Epidemiology[edit | edit source]
The prevalence is estimated between 1/250,000 and 1/1,000,000 individuals. The male to female ratio is 1:1. PLS is found in all ethnic groups.
Cause[edit | edit source]
PLS is due to mutations in the CTSC gene (11q14.2) that codes for cathepsin C (also known as dipeptidyl peptidase I), a lysosomal protease playing a role in epidermal differentiation and desquamation and in activation of serine proteases expressed in cells of the immune system. CTSC mutations lead to an almost total loss of cathepsin C activity which seems to result in susceptibility to specific virulent pathogens. It is also suggested that other immune-mediated deficiencies in the host defense mechanism could be involved in the pathogenesis of PLS.
Inheritance[edit | edit source]
Transmission is autosomal recessive. Genetic counseling should be offered to the parents of an affected individual informing them of the 25% chance their offspring has of inheriting the disease causing mutation.

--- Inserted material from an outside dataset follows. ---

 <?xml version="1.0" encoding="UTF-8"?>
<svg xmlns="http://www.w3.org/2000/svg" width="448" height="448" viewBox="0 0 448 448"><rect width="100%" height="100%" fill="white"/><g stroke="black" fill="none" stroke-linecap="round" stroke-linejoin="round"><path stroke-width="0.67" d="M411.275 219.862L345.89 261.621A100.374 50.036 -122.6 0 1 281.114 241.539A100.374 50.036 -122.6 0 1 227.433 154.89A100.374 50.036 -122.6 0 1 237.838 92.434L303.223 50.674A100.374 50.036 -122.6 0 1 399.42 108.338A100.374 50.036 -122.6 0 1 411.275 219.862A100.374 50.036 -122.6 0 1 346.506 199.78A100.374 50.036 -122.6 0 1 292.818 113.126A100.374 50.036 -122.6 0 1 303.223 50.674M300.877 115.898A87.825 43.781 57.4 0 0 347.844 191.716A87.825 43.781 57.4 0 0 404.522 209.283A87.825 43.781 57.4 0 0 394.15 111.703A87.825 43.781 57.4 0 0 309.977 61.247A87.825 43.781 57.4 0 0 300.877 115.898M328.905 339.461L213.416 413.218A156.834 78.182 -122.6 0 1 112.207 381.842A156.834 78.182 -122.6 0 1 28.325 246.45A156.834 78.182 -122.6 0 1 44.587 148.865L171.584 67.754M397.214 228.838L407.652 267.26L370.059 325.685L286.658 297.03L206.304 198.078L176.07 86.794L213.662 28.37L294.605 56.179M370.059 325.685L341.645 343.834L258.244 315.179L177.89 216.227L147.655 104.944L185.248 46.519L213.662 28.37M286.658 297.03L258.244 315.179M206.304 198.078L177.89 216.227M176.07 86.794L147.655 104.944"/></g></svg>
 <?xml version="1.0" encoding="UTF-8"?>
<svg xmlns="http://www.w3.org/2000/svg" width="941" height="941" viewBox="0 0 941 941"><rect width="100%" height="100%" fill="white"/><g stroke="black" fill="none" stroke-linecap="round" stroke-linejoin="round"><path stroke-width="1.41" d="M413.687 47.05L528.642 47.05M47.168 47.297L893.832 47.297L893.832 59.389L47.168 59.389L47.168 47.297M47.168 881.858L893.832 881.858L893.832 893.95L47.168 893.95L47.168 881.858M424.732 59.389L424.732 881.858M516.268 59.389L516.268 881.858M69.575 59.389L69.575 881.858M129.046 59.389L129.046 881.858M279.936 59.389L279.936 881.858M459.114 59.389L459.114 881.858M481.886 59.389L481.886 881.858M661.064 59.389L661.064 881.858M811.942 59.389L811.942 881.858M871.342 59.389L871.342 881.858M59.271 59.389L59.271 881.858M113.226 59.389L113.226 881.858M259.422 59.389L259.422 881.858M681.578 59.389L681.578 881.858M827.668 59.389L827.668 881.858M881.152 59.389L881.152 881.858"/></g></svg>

Signs and symptoms[edit | edit source]
Diffuse palmoplantar keratoderma with erythematous plaques develops between the first and fourth years of life, with the soles being usually more severely affected than the palms. Psoriasiform hyperkeratosis can overflow onto the dorsal surfaces of the hands and feet (transgredient spread) and, less frequently, lesions can be seen on the limbs (knees, elbows). Skin lesions are followed by intense gingivitis that rapidly progresses into periodontitis with alveolar bone lysis and early loss of primary dentition. The skin lesions are aggravated by cold and during episodes of severe periodontitis.
During childhood, the phenomenon of periodontal disease recurs with rapid loss of permanent dentition. Cases of PLS with mild and/or late-onset periodontal disease have been reported occasionally. PLS is accompanied, in half of the patients, by enhanced susceptibility to cutaneous and systemic infections (furunculosis, skin abscesses, pyoderma, hidradenitis suppurativa , respiratory tract infection...). Patients may also present with malodorous hyperhidrosis, follicular hyperkeratosis, nail dystrophy or dural calcifications. The association of PLS with malignant melanoma or squamous cell carcinoma has been reported in very rare occasions.
For most diseases, symptoms will vary from person to person. People with the same disease may not have all the symptoms listed. 80%-99% of people have these symptoms
- Abnormal fingernail morphology(Abnormal fingernails)
- Atrophy of alveolar ridges(Shrinking of gum ridges)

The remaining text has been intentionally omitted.